At the end of 2013, Today’s Dietitian released a survey where over 500 dietitians predicted this year’s nutrition trends. Gluten-free topped the list.
Despite the lack of scientific evidence to support a wheat-free or gluten-free diet for general health and weight loss (not associated with a clinical disorder of disease) consumers are jumping on the gluten-free wagon. This has been fueled with books like “Wheat Belly”, from cardiologist William Davis, who maintains that wheat is toxic, addictive and makes you want to eat more junk foods.
However, another popular trend is a return to ancient grains such as spelt, amaranth, quinoa, millet and Kamut®. Not all ancient grains are gluten-free, but in comparison to modern wheat, these ancient varieties are easier for our bodies to digest. Kamut® for example is wheat and it does contain gluten, but people with wheat sensitivities can eat it. In a recent study with IBS sufferers, symptoms were significantly reduced when they consumed Kamut® wheat products such as pasta, bread and crackers.

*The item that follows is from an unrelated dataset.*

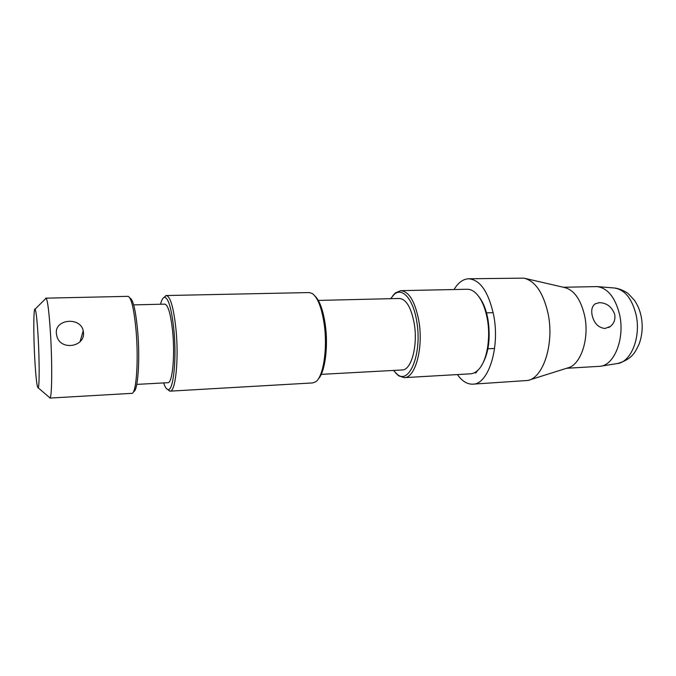 <?xml version="1.0" encoding="UTF-8"?>
<svg xmlns="http://www.w3.org/2000/svg" width="676" height="676" viewBox="0 0 676 676"><rect width="100%" height="100%" fill="white"/><g stroke="black" fill="none" stroke-linecap="round" stroke-linejoin="round"><path stroke-width="1.01" d="M599.46 302.637L595.303 303.777C592.125 306 591.069 309.802 592.134 315.202C594.052 323.297 598.319 327.716 604.935 328.477L610.301 326.516C614.036 323.525 615.506 319.503 614.704 314.433C611.949 306.904 606.871 302.975 599.46 302.637M474.56 372.67L475.693 373.034L478.093 370.034M563.378 287.258L597.06 286.599C607.648 288.044 615.135 297.271 619.512 314.272C625.123 338.008 614.509 365.192 600.187 366.291L566.556 368.285M525.421 278.495L564.418 287.494C573.941 289.86 580.659 299.189 584.571 315.455C589.768 338.617 580.684 365.353 567.57 367.964L529.409 379.996M454.061 289.539C458.193 282.619 463.06 279.036 468.645 278.774L523.9 278.14C535.223 280.946 543.284 292.767 548.084 313.622C554.438 343.391 543.47 377.588 527.914 380.461L472.777 384.162C467.192 384.34 462.063 381.146 457.398 374.58M468.645 278.774C480.213 279.72 488.562 291.922 493.708 315.396C500.164 347.996 488.207 384.636 472.777 384.162M83.469 332.482C85.117 347.067 60.384 350.912 56.868 336.166L56.37 333.403C54.748 318.844 80.664 316.774 83.233 330.843L83.469 332.482M393.466 370.431L397.311 374.411C409.571 385.083 422.331 352.99 416.771 321.624C413.357 299.189 402.313 286.835 394.176 294.415L390.652 298.682M392.646 295.927L395.359 292.928L400.8 290.646C409.107 291.466 415.14 301.614 418.883 321.083C423.582 347.954 415.275 378.137 404.223 377.647L398.612 375.797L395.68 373.017M314.957 295.995C319.706 300.676 323.153 310.259 325.291 324.75C328.443 346.822 324.928 372.552 318.219 379.033M170.082 391.15L312.751 382.92L315.717 381.754C323.322 376.904 327.725 348.689 324.226 324.303C321.734 307.724 317.745 297.448 312.253 293.485L309.202 292.556L166.33 295.539C170.436 296.527 173.664 307.8 175.988 329.339C178.963 359.091 175.549 392.114 170.082 391.15L167.597 389.427M478.743 296.502C483.019 301.817 486.086 309.38 487.937 319.19C490.776 338.549 488.613 354.047 481.464 365.699M404.223 377.647L470.488 373.82C473.293 373.651 475.946 372.265 478.447 369.679C486.83 361.356 490.987 338.321 487.278 318.759C484.937 306.642 480.991 297.981 475.431 292.767C472.727 290.384 469.972 289.21 467.167 289.26L400.8 290.646M163.626 382.929C164.986 386.942 166.397 389.131 167.851 389.503C173.276 391.995 176.842 359.514 173.893 329.922C171.535 308.222 168.316 297.364 164.234 297.347C162.815 297.837 161.581 300.127 160.533 304.234M163.989 297.44L166.33 295.539M129.919 298.04C133.13 299.392 135.715 310.428 137.667 331.155C140.202 359.902 137.845 391.911 133.586 391.505M49.821 398.079L131.871 393.347C136.265 393.998 138.707 360.688 136.079 330.691C134.042 309.05 131.372 297.601 128.06 296.341L46.129 298.158C47.675 300.507 49.137 312.32 50.489 333.598C52.331 363.536 52.01 397.023 50.041 397.953L49.145 397.192M38.152 337.231C37.163 320.585 36.149 311.23 35.11 309.185C33.504 306.524 33.377 334.434 34.772 359.007C35.887 378.197 37.036 387.804 38.202 387.83C39.478 386.79 39.495 360.57 38.152 337.231M45.292 298.986L45.9 298.048M136.78 384.39L167.885 382.692C172.355 383.461 175.101 356.345 172.693 332C170.8 314.272 168.172 304.986 164.8 304.132L133.662 304.884M321.218 374.36L402.212 369.958C411.304 370.347 418.055 345.563 414.236 323.55C411.185 307.521 406.242 299.155 399.406 298.471L318.311 300.423M600.71 366.206L617.103 363.578C631.063 362.463 641.38 336.69 635.955 314.23C631.73 298.124 624.455 289.379 614.138 287.976L597.592 286.641M614.712 288.027C620.982 288.72 628.055 293.139 628.291 293.68L634.418 300.271C637.46 304.69 639.631 309.701 640.924 315.303M641.059 315.886C643.02 325.536 642.411 334.797 639.259 343.67C635.356 351.875 632.643 359.057 617.67 363.485M610.301 326.516L608.586 327.556M394.176 294.415L395.359 292.928M164.234 297.347L165.882 295.606M35.11 309.185L46.129 298.158M38.202 387.83L50.041 397.953M167.851 389.503L169.634 391.108M397.311 374.411L398.612 375.797M80.047 341.642L83.233 330.843M487.92 348.774L494.57 348.461M486.509 312.861L493.167 312.65"/></g></svg>

So thinking about the “Wheat Belly” proposition, it seems that modern wheat may be the culprit but not all wheat. Dismissing a whole food group as toxic may be a little premature as science is uncovering the anti-oxidant and anti-inflammatory properties of ancient varieties like Kamut®.
Also U.S. consumers will eat more kale (served hot or cold), coconut oil, and omega-3 ALA-rich chia seeds. The survey also said that consumers are grocery shopping with an eye on “healthy” foods, and 66 per cent of the respondents said that consumer interest in nutrition and weight loss will only grow in 2014. So, while this all sounds great, the average American consumer hasn’t budged when it comes to weight. Rather than looking for the “magic bullet” or the “next fad” perhaps we should be thinking about feeding our bodies from a nutritional standpoint.
The whole idea of “dieting” and giving up foods we love is one of the reasons it’s so difficult to maintain a weight loss regimen. But, if you think about making the switch to real, healthful, tasty and satisfying foods and swapping out some of the higher calorie things, it then becomes more about what you are eating than what you are not. Being more mindful about what we eat, not only helps maintain a healthy weight but, it fuels and nourishes our bodies. When your body is well nourished, you can fight fatigue, get more restful sleep as well focus and concentrate better. Here are some tips and simple swaps that taste so good you may even prefer them.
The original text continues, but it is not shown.